Security incidents involving source code occur all the time. Big-name companies are no exception: Nissan source code was leaked in early 2021 after a Git repository misconfiguration, Microsoft 10 source code and builds were leaked, and Watch Dogs: Legion source code ended up online after Ubisoft was hit with Egregor ransomware.

During a recent incident response engagement, I and other Group-IB DFIR experts discovered that adversaries had accessed a misconfigured CI server to steal product source code by launching a CI pipeline and downloading build artifacts from the job workspace.

Security misconfiguration (e.g., public-facing web-service) and weak authentication (no two-factor authentication and weak passwords or insecure cryptographic storage) are most often to blame.

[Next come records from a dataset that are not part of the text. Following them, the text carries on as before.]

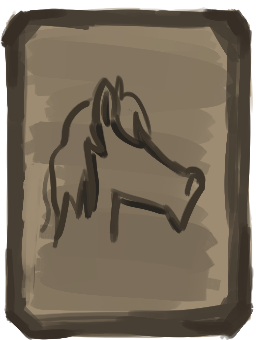
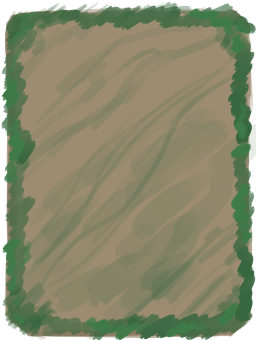
Layered file, before and after one edit (256x340). Changes by layer:
moved "Paint Layer 5" into group "card-backl" over <box>1,64,256,256</box>
moved "Paint Layer 6" into group "card-backl" over <box>64,64,256,256</box>
moved "Paint Layer 3" into group "card-backl" over <box>0,1,256,340</box>
added layer "curse" above "base" over <box>0,1,256,340</box>
renamed "Paint Layer 1" to "base", painted on it over <box>0,1,256,340</box>
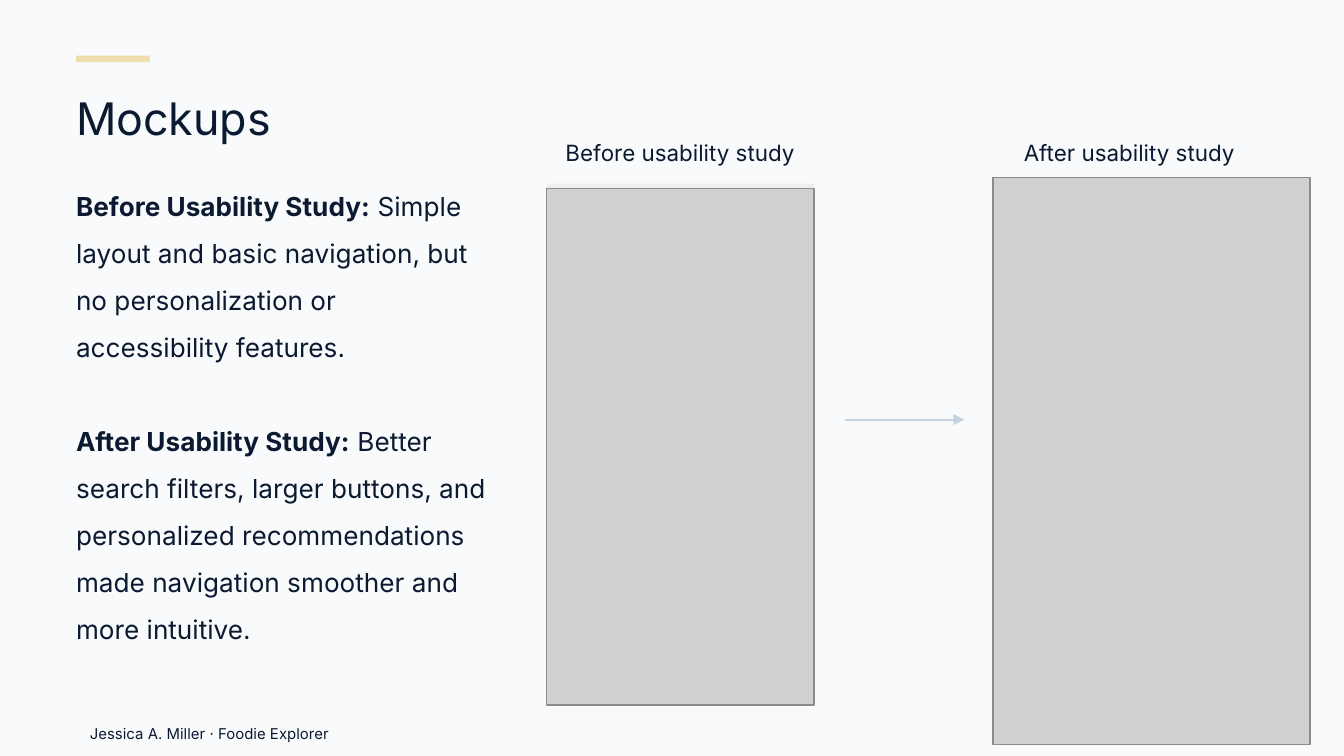
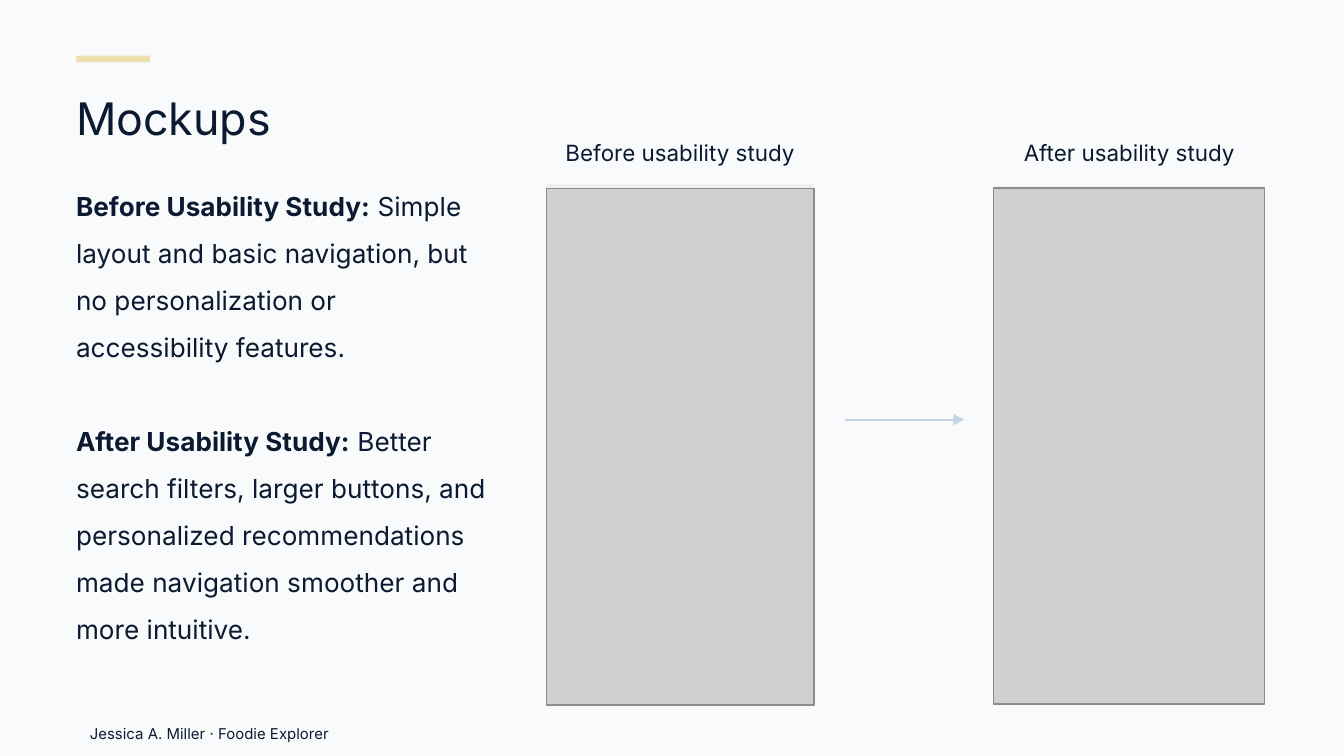
Before and after one commit to Millrjess/millrjess.github.io, a slide deck: slide 19 of assets/presentations/Foodie_Explorer_Case_Study_Professional.pptx. Drawn at 1344x756 pixels with LibreOffice and Linux fonts; fonts in the diff are those of the drawing; grey boxes stand for pictures. Boxes give left, top, right and bottom in pixels: in the first picture for what was removed or moved away, otherwise in the second. Text is boxed around its words. In the diff, an @@ line names an element or a change of style, - is before the commit and + after.

```diff
--- a/assets/presentations/Foodie_Explorer_Case_Study_Professional.pptx
+++ b/assets/presentations/Foodie_Explorer_Case_Study_Professional.pptx
@@ picture: place and size @@
-picture at [993, 177, 1310, 745]
+picture at [993, 188, 1265, 704]
@@ rectangle added at [996, 187, 1263, 653], fill #EEEEEE @@
```
Also in this commit, not shown: 7 other slides changed.
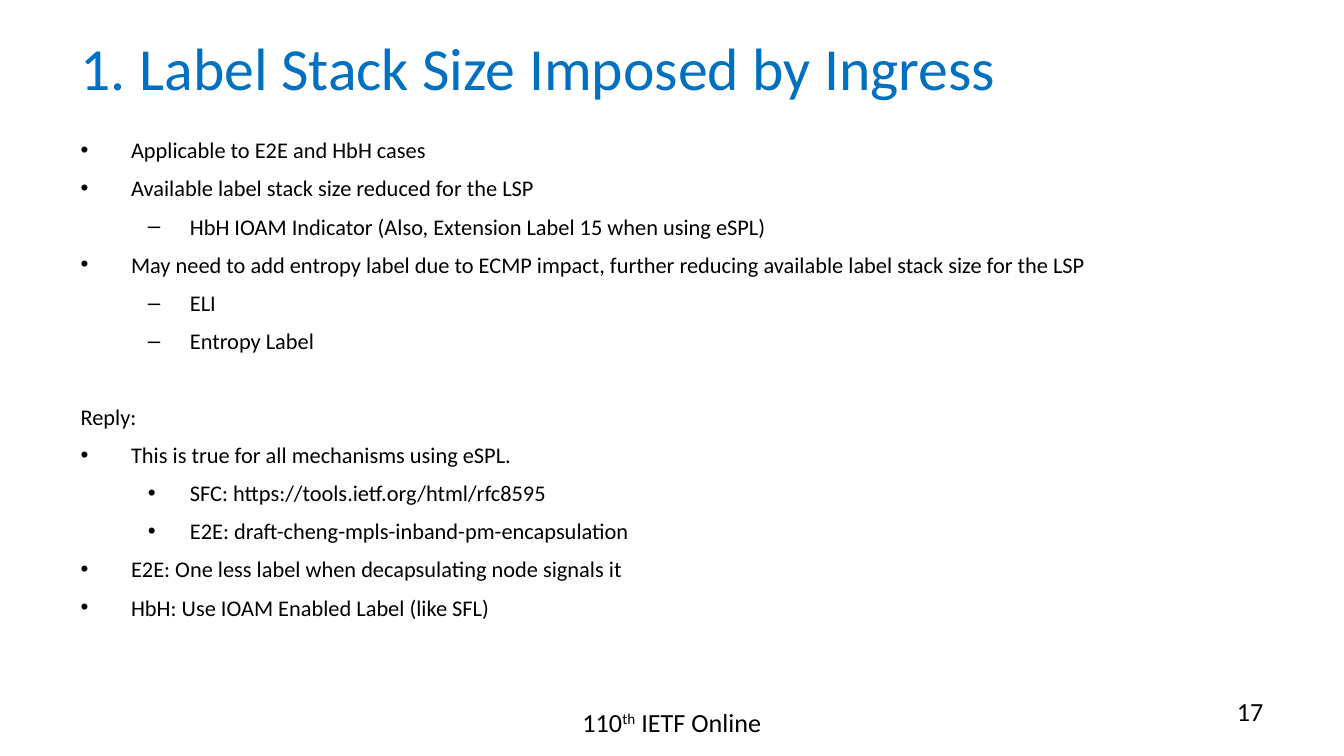
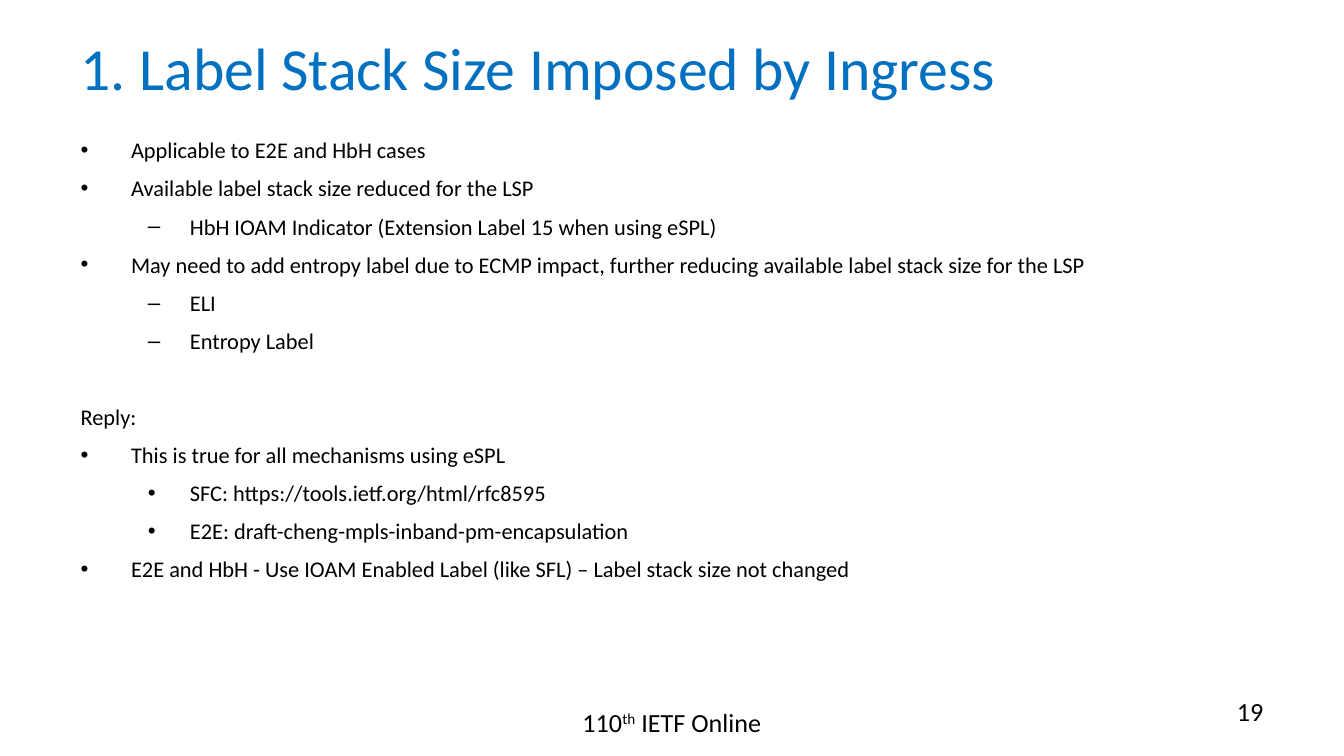
Before and after one commit to rakgandhi/ietf-slides, a slide deck: slide 19 of draft-gandhi-mpls-ioam-sr-05.pptx (slide 17 before the commit). Drawn at 1344x756 pixels with LibreOffice and Linux fonts; fonts in the diff are those of the drawing. Boxes give left, top, right and bottom in pixels: in the first picture for what was removed or moved away, otherwise in the second. Text is boxed around its words. In the diff, an @@ line names an element or a change of style, - is before the commit and + after.

```diff
--- a/draft-gandhi-mpls-ioam-sr-05.pptx
+++ b/draft-gandhi-mpls-ioam-sr-05.pptx
@@ text at (190, 219, 716, 239): text changed @@
-  – HbH IOAM Indicator (Also, Extension Label 15 when using eSPL)
+  – HbH IOAM Indicator (Extension Label 15 when using eSPL)
@@ text at (131, 447, 505, 467): text changed @@
-• This is true for all mechanisms using eSPL.
+• This is true for all mechanisms using eSPL
@@ text at (131, 561, 849, 581): text changed @@
-• E2E: One less label when decapsulating node signals it
-• HbH: Use IOAM Enabled Label (like SFL)
+• E2E and HbH - Use IOAM Enabled Label (like SFL) – Label stack size not changed
@@ page number at (1237, 704, 1263, 721): text changed @@
-17
+19
```
Also in this commit, not shown: 4 other slides changed, 2 slides added, 1 other file.

The abovementioned incident prompted me to write this blog post and share our experience. While the vectors and attack scenarios might be different, what is always the same is the financial and reputational losses as a result of source code compromise. This article covers the sources of digital forensic evidence and investigation patterns for various "atomic" activities of development team tools in case of source code and related incidents. Atomic activity is a plain action made by human (e.g., user login attempt, API token creation) or automated scripts (e.g., git push web-hooks). Such activities help the investigators identify whether the attacker used credential access or persistence techniques. The post contains recommendations on secure product development practices. Security Operation Centers (SOCs) and blue teams in organizations can use this article to improve their security monitoring and detection measures.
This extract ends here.